范雨素知道,如果自己当初不跑到北京,而是留在农村嫁人,日子可能会过得比现在好。但那种压抑与束缚下的安稳,绝不是她想要的。她也知道自己这样的经历并不是小概率事件,中国有14亿多人口,3亿农民工,无数女人跟她一样做了“逃荒妈妈”。

“社会就跟人一样,没有纯粹的好人,也没有纯粹的坏人,城市也是这样的。城市有很多毛病——冷漠、疏离,但好处是,在城市,人和人之间是有距离的。在乡村,人们没有距离感,大家都是没有隐私的、透明的人。在城市,我是单亲妈妈,没有人用异样的眼光看我,我觉得很好、很自由。但是在农村就会有很多关心你的人来劝你:不要一个人生活呀,不要做单亲妈妈呀……他们会来干涉你的生活。在城市,你可以选择任何一种生活方式,只要你从心所欲不逾矩就行了。”

更何况,她万分感谢北京这座城市带给她的善意。

1998年的一个午后,摆完地摊回到家的范雨素累得倒头就睡,醒来却发现3岁的孩子不见了。那天下午,她顺着三环路跑到潘家园,又从潘家园折返跑到劲松,再从劲松跑到八王坟……她发疯似的到处跑、到处找,只感到喉头黏糊糊的,要吐血。孩子丢了,真的丢了!范雨素感到整个世界天旋地转,满脑子只有她自己无助又孱弱的喘息声——她累极了,却无法停止奔跑,她只有一个念头,“如果找不到我的孩子,那我宁愿死在找孩子的路上”。

濒临崩溃的范雨素被路上一个陌生大爷拦下。大爷询问了缘由,并帮她联系了劲松派出所。绝处逢生,派出所里正好有一个被路人送来的迷路的3岁小姑娘。范雨素赶到派出所时,女儿见到她的第一句话是:“派出所的馒头和瘦肉丝,真好吃。”

范雨素感到心酸,她不会做饭,以致孩子吃着派出所的馒头和瘦肉丝都觉得如吃珍馐。可她也感到幸运,在这一场风波中,她遇到了不收车费的出租车司机、耐心陪孩子找家的执勤民警,以及路上那些素昧平生的好心人。

用范雨素的话说,这个社会,并不要求谁对谁多好,但“每个人身上都有实践举手之劳的善”。
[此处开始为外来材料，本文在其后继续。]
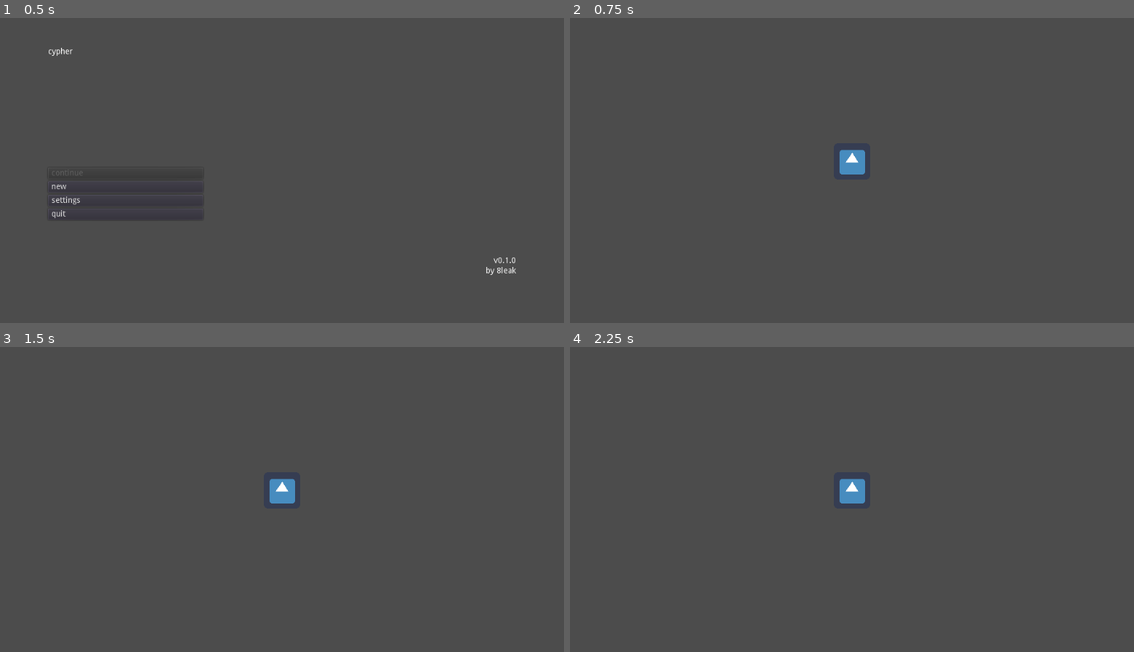
Above: before the commit, frames 1-4 (two rows, left to right).
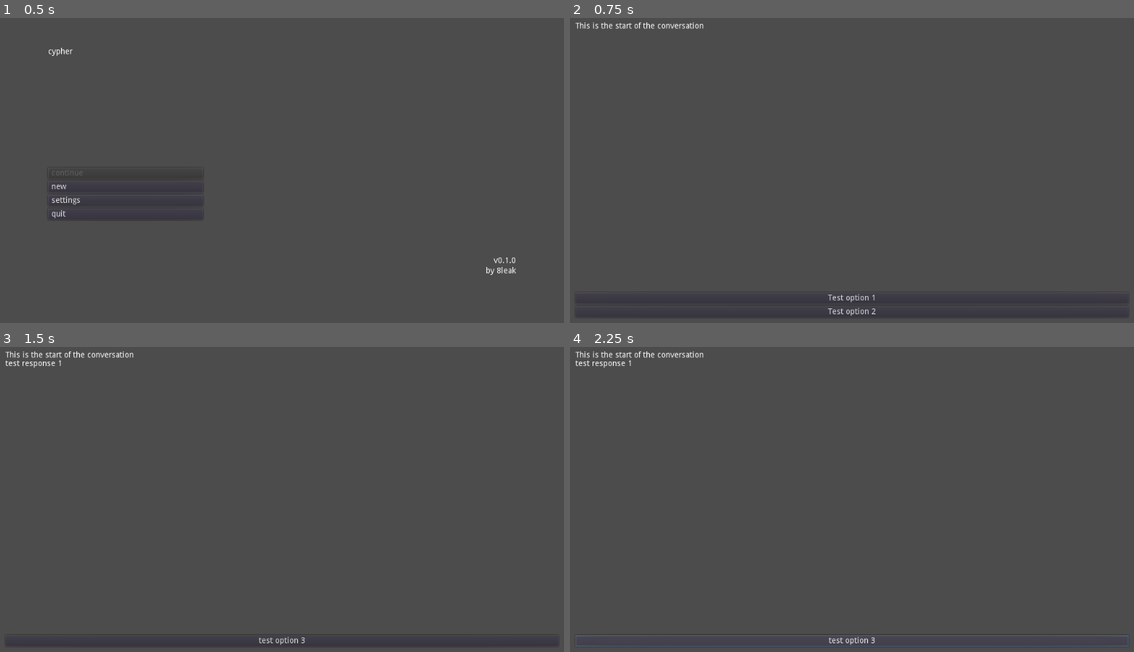
Above: after the commit, the same moments.

Repository: 8leak/cypher
Game: Godot game, scene res://scenes/menu_main.tscn
Same seed, same stepped clock (60 frames per second), same inputs: the game is played once before the commit and once after it. The engine's default icon, where the game draws it, is replaced by a stand-in: a white triangle on a blue panel in a dark square.
Inputs (mouse positions are in pixels of both pictures, inside the frame that each line leads up to):
- Up to frame 1 (0.5 s): no input
- Up to frame 2 (0.75 s): click "new" at 0.5 s
- Up to frame 3 (1.5 s): click (282, 627) at 1.25 s, where only the run after the commit has a clickable "Test option 1"
- Up to frame 4 (2.25 s): click (852, 639) at 2 s, where only the run after the commit has a clickable "test option 3"

Frame 1 is identical in both runs. In frame 2, 0.7% of the frame differs, in the area x 0-55%, y 1-98%; in frame 3, 0.7%; in frame 4, 1.0%, in the area x 0-99%, y 1-99%.

Commit message:
initial work on dialog system

Diff:
--- a/autoload/game.gd
+++ b/autoload/game.gd
@@ -1,6 +1,6 @@
 # the root game manager class
 # holds references to a lot of utility classes
-extends ColorRect
+extends Control
 
 const MOD_PATH = "user://mods/"
 const LOAD_ORDER_FILE_PATH = "user://mods/loadorder.txt"
--- a/project.godot
+++ b/project.godot
@@ -14,30 +14,30 @@
 "language": "GDScript",
 "path": "res://src/console.gd"
 }, {
+"base": "Reference",
+"class": "Conversation",
+"language": "GDScript",
+"path": "res://src/conversation.gd"
+}, {
 "base": "Button",
 "class": "InputEdit",
 "language": "GDScript",
-"path": "res://scenes/ui_input_edit.gd"
+"path": "res://src/ui_input_edit.gd"
 }, {
 "base": "GridContainer",
 "class": "KeyBindingsEdit",
 "language": "GDScript",
-"path": "res://scenes/ui_key_bindings_edit.gd"
+"path": "res://src/ui_key_bindings_edit.gd"
 }, {
 "base": "Reference",
 "class": "Logger",
 "language": "GDScript",
 "path": "res://src/logger.gd"
 }, {
-"base": "TileMap",
-"class": "Map",
-"language": "GDScript",
-"path": "res://scenes/scn_map.gd"
-}, {
 "base": "Button",
 "class": "QuitButton",
 "language": "GDScript",
-"path": "res://scenes/ui_quit_button.gd"
+"path": "res://src/ui_quit_button.gd"
 }, {
 "base": "Node",
 "class": "Scenes",
@@ -52,12 +52,12 @@
 "base": "Label",
 "class": "SliderLabel",
 "language": "GDScript",
-"path": "res://scenes/ui_slider_label.gd"
+"path": "res://src/ui_slider_label.gd"
 }, {
 "base": "Button",
 "class": "TransitionButton",
 "language": "GDScript",
-"path": "res://scenes/ui_transition_button.gd"
+"path": "res://src/ui_transition_button.gd"
 }, {
 "base": "Reference",
 "class": "Utils",
@@ -67,14 +67,14 @@
 "base": "Label",
 "class": "VersionLabel",
 "language": "GDScript",
-"path": "res://scenes/ui_version_label.gd"
+"path": "res://src/ui_version_label.gd"
 } ]
 _global_script_class_icons={
 "Console": "",
+"Conversation": "",
 "InputEdit": "",
 "KeyBindingsEdit": "",
 "Logger": "",
-"Map": "",
 "QuitButton": "",
 "Scenes": "",
 "Settings": "",
--- a/scenes/level_main.tscn
+++ b/scenes/level_main.tscn
@@ -1,39 +1,16 @@
 [gd_scene load_steps=4 format=2]
 
-[ext_resource path="res://resources/icon.png" type="Texture" id=1]
+[ext_resource path="res://scenes/ui_dialog_panel.tscn" type="PackedScene" id=1]
 [ext_resource path="res://scenes/menu_pause.tscn" type="PackedScene" id=2]
+[ext_resource path="res://src/level_main.gd" type="Script" id=3]
 
-[sub_resource type="GDScript" id=1]
-script/source = "class_name Map
-extends Node2D
-
-export(Dictionary) var data := {}
-
-
-func _init() -> void:
-	pass
-"
-
-[node name="MainLevel" type="TileMap"]
-format = 1
-script = SubResource( 1 )
+[node name="MainLevel" type="Node2D"]
+script = ExtResource( 3 )
 
 [node name="CanvasLayer" type="CanvasLayer" parent="."]
 
-[node name="TextureRect" type="TextureRect" parent="CanvasLayer"]
-anchor_left = 0.5
-anchor_top = 0.5
-anchor_right = 0.5
-anchor_bottom = 0.5
-margin_left = -32.0
-margin_top = -32.0
-margin_right = 32.0
-margin_bottom = 32.0
-texture = ExtResource( 1 )
-
 [node name="PauseMenu" parent="CanvasLayer" instance=ExtResource( 2 )]
 pause_mode = 2
-visible = false
 anchor_left = 0.5
 anchor_top = 0.5
 anchor_right = 0.5
@@ -42,3 +19,16 @@
 margin_top = -300.0
 margin_right = 512.0
 margin_bottom = 300.0
+
+[node name="MarginContainer" type="MarginContainer" parent="CanvasLayer"]
+anchor_right = 1.0
+anchor_bottom = 1.0
+custom_constants/margin_right = 25
+custom_constants/margin_top = 25
+custom_constants/margin_left = 25
+custom_constants/margin_bottom = 25
+__meta__ = {
+"_edit_use_anchors_": false
+}
+
+[node name="DialogPanel" parent="CanvasLayer/MarginContainer" instance=ExtResource( 1 )]
--- a/scenes/menu_main.tscn
+++ b/scenes/menu_main.tscn
@@ -1,9 +1,9 @@
 [gd_scene load_steps=6 format=2]
 
-[ext_resource path="res://scenes/ui_quit_button.gd" type="Script" id=1]
-[ext_resource path="res://scenes/ui_version_label.gd" type="Script" id=2]
+[ext_resource path="res://src/ui_quit_button.gd" type="Script" id=1]
+[ext_resource path="res://src/ui_version_label.gd" type="Script" id=2]
 [ext_resource path="res://resources/theme_main.tres" type="Theme" id=3]
-[ext_resource path="res://scenes/ui_transition_button.gd" type="Script" id=4]
+[ext_resource path="res://src/ui_transition_button.gd" type="Script" id=4]
 
 [sub_resource type="StyleBoxEmpty" id=1]
 
@@ -11,6 +11,9 @@
 anchor_right = 1.0
 anchor_bottom = 1.0
 theme = ExtResource( 3 )
+__meta__ = {
+"_edit_use_anchors_": false
+}
 
 [node name="MarginContainer" type="MarginContainer" parent="."]
 anchor_right = 1.0
--- a/scenes/menu_pause.tscn
+++ b/scenes/menu_pause.tscn
@@ -1,13 +1,12 @@
 [gd_scene load_steps=6 format=2]
 
-[ext_resource path="res://scenes/menu_pause.gd" type="Script" id=1]
+[ext_resource path="res://src/menu_pause.gd" type="Script" id=1]
 [ext_resource path="res://resources/theme_main.tres" type="Theme" id=2]
-[ext_resource path="res://scenes/ui_quit_button.gd" type="Script" id=3]
-[ext_resource path="res://scenes/ui_transition_button.gd" type="Script" id=4]
+[ext_resource path="res://src/ui_quit_button.gd" type="Script" id=3]
+[ext_resource path="res://src/ui_transition_button.gd" type="Script" id=4]
 [ext_resource path="res://scenes/ui_settings_edit.tscn" type="PackedScene" id=5]
 
 [node name="PauseMenu" type="PopupPanel"]
-visible = true
 anchor_right = 1.0
 anchor_bottom = 1.0
 theme = ExtResource( 2 )
@@ -18,6 +17,10 @@
 anchor_left = 0.458496
 anchor_right = 0.541504
 anchor_bottom = 1.0
+margin_left = -465.5
+margin_top = 4.0
+margin_right = 465.5
+margin_bottom = -4.0
 size_flags_horizontal = 4
 size_flags_vertical = 3
 size_flags_stretch_ratio = 1.75
@@ -27,31 +30,31 @@
 }
 
 [node name="ButtonMainMenu" type="Button" parent="VBoxContainer"]
-margin_top = 266.0
-margin_right = 85.0
-margin_bottom = 286.0
+margin_top = 262.0
+margin_right = 1016.0
+margin_bottom = 282.0
 text = "main menu"
 script = ExtResource( 4 )
 scene = "res://scenes/menu_main.tscn"
 
 [node name="ButtonSettings" type="Button" parent="VBoxContainer"]
-margin_top = 290.0
-margin_right = 85.0
-margin_bottom = 310.0
+margin_top = 286.0
+margin_right = 1016.0
+margin_bottom = 306.0
 text = "settings"
 
 [node name="ButtonQuit" type="Button" parent="VBoxContainer"]
-margin_top = 314.0
-margin_right = 85.0
-margin_bottom = 334.0
+margin_top = 310.0
+margin_right = 1016.0
+margin_bottom = 330.0
 text = "quit"
 script = ExtResource( 3 )
 
 [node name="PopupPanelSettings" type="PopupPanel" parent="."]
-margin_left = 72.0
-margin_top = 50.0
-margin_right = 792.0
-margin_bottom = 445.0
+margin_left = 4.0
+margin_top = 4.0
+margin_right = 1020.0
+margin_bottom = 596.0
 
 [node name="SettingsEdit" parent="PopupPanelSettings" instance=ExtResource( 5 )]
 anchor_right = 1.0
--- a/scenes/menu_settings.tscn
+++ b/scenes/menu_settings.tscn
@@ -1,8 +1,9 @@
 [gd_scene load_steps=6 format=2]
 
 [ext_resource path="res://scenes/ui_settings_edit.tscn" type="PackedScene" id=1]
-[ext_resource path="res://scenes/ui_transition_button.gd" type="Script" id=2]
+[ext_resource path="res://src/ui_transition_button.gd" type="Script" id=2]
 [ext_resource path="res://resources/theme_main.tres" type="Theme" id=3]
+
 
 [sub_resource type="Image" id=3]
 data = {
--- a/scenes/scn_map.gd
+++ /dev/null
@@ -1,6 +0,0 @@
-class_name Map
-extends TileMap
-
-
-func _ready() -> void:
-	pass
--- /dev/null
+++ b/scenes/ui_dialog_panel.tscn
@@ -0,0 +1,30 @@
+[gd_scene load_steps=2 format=2]
+
+[ext_resource path="res://src/ui_dialog_panel.gd" type="Script" id=1]
+
+[node name="DialogPanel" type="VBoxContainer"]
+margin_left = 25.0
+margin_top = 25.0
+margin_right = 999.0
+margin_bottom = 575.0
+script = ExtResource( 1 )
+__meta__ = {
+"_edit_use_anchors_": false
+}
+
+[node name="Output" type="RichTextLabel" parent="."]
+margin_right = 974.0
+margin_bottom = 546.0
+size_flags_vertical = 11
+text = "
+"
+fit_content_height = true
+__meta__ = {
+"_edit_use_anchors_": false
+}
+
+[node name="InputContainer" type="VBoxContainer" parent="."]
+margin_top = 550.0
+margin_right = 974.0
+margin_bottom = 550.0
+size_flags_vertical = 9
--- a/scenes/ui_settings_edit.tscn
+++ b/scenes/ui_settings_edit.tscn
@@ -1,8 +1,9 @@
 [gd_scene load_steps=4 format=2]
 
-[ext_resource path="res://scenes/ui_slider_label.gd" type="Script" id=1]
-[ext_resource path="res://scenes/ui_key_bindings_edit.gd" type="Script" id=2]
-[ext_resource path="res://scenes/ui_settings_edit.gd" type="Script" id=3]
+[ext_resource path="res://src/ui_slider_label.gd" type="Script" id=1]
+[ext_resource path="res://src/ui_key_bindings_edit.gd" type="Script" id=2]
+[ext_resource path="res://src/ui_settings_edit.gd" type="Script" id=3]
+
 
 [node name="SettingsEdit" type="TabContainer"]
 margin_right = 824.0
--- /dev/null
+++ b/src/conversation.gd
@@ -0,0 +1,40 @@
+class_name Conversation
+
+signal new_output(new_output)
+signal new_options(new_options)
+
+const test_data := {
+	0: {
+		"output": "test response 1",
+		"options": [{"text": "test option 3", "id": 2}]
+	},
+	1: {
+		"output": "test response 2",
+		"options": [{"text": "test option 4", "id": 3}]
+	}
+}
+
+func start() -> void:
+	emit_signal("new_output", "This is the start of the conversation")
+
+	var options = [
+		{
+			"text": "Test option 1",
+			"id": 0
+		},
+		{
+			"text": "Test option 2",
+			"id": 1
+		},
+	]
+
+	emit_signal("new_options", options)
+
+
+func select_option(id: int) -> void:
+	var data = test_data.get(id)
+	if not data:
+		return
+
+	emit_signal("new_output", data["output"])
+	emit_signal("new_options", data["options"])
--- /dev/null
+++ b/src/level_main.gd
@@ -0,0 +1,25 @@
+extends Node2D
+
+onready var dialog_panel := find_node("DialogPanel")
+var current_conversation := Conversation.new()
+
+
+func _ready() -> void:
+	current_conversation.connect("new_output", self, "_on_new_conversation_output")
+	current_conversation.connect("new_options", self, "_on_new_conversation_options")
+	dialog_panel.connect("option_button_pressed", self, "_on_dialog_panel_option_pressed")
+	current_conversation.start()
+
+
+func _on_new_conversation_output(new_output: String) -> void:
+	dialog_panel.add_output(new_output)
+
+
+func _on_new_conversation_options(options: Array) -> void:
+	dialog_panel.clear_option_buttons()
+	for option in options:
+		dialog_panel.add_option_button(option.text, option.id)
+
+
+func _on_dialog_panel_option_pressed(id: int) -> void:
+	current_conversation.select_option(id)
--- /dev/null
+++ b/src/ui_dialog_panel.gd
@@ -0,0 +1,28 @@
+extends VBoxContainer
+
+signal option_button_pressed(id)
+
+
+onready var output := get_node("Output")
+onready var _input_container := get_node("InputContainer")
+
+
+func add_output(output_text: String) -> void:
+	output.add_text("\n%s" % output_text)
+
+
+func add_option_button(label: String, id: int) -> void:
+	var new_button = Button.new()
+	new_button.text = label
+	new_button.set_meta("option_id", id)
+	new_button.connect("pressed", self, "_on_option_button_pressed", [new_button])
+	_input_container.add_child(new_button)
+
+
+func clear_option_buttons() -> void:
+	for child in _input_container.get_children():
+		child.queue_free()
+
+
+func _on_option_button_pressed(pressed_button: Button) -> void:
+	emit_signal("option_button_pressed", pressed_button.get_meta("option_id"))
--- a/scenes/ui_input_edit.gd
+++ b/src/ui_input_edit.gd
@@ -62,7 +62,7 @@
 func get_input_text(input_event: InputEvent) -> String:
 	if input_event is InputEventKey:
 		return input_event.as_text()
-	elif input_event is InputEventMouseButton:
+	if input_event is InputEventMouseButton:
 		var input_event_mouse: InputEventMouseButton = input_event
 		return MOUSE_BUTTON_TEXT[input_event_mouse.button_index - 1]
 	return input_event.as_text()
Renamed: scenes/menu_pause.gd -> src/menu_pause.gd
Renamed: scenes/ui_key_bindings_edit.gd -> src/ui_key_bindings_edit.gd
Renamed: scenes/ui_quit_button.gd -> src/ui_quit_button.gd
Renamed: scenes/ui_settings_edit.gd -> src/ui_settings_edit.gd
Renamed: scenes/ui_slider_label.gd -> src/ui_slider_label.gd
Renamed: scenes/ui_transition_button.gd -> src/ui_transition_button.gd
Renamed: scenes/ui_version_label.gd -> src/ui_version_label.gd

比如,北京的垃圾桶特别高,外出倒垃圾的时候,如果人们看到垃圾桶附近有捡垃圾的拾荒老人,便不会把垃圾直接扔进垃圾桶,而是放在一旁,告诉老人那里面有能卖钱的废品。

每当看到类似的场景,她都会想到杜甫的《又呈吴郎》:“即防远客虽多事,便插疏篱却甚真。已诉征求贫到骨,正思戎马泪盈巾。”杜甫对于邻居扑枣妇的善意,在这叮咛与嘱咐中尽露——就算你从来无心阻拦无食无儿的妇人到门口的枣树上摘枣吃,但你在门口插篱笆这件事,肯定会让提心吊胆的妇人疑心你是不是在提防她。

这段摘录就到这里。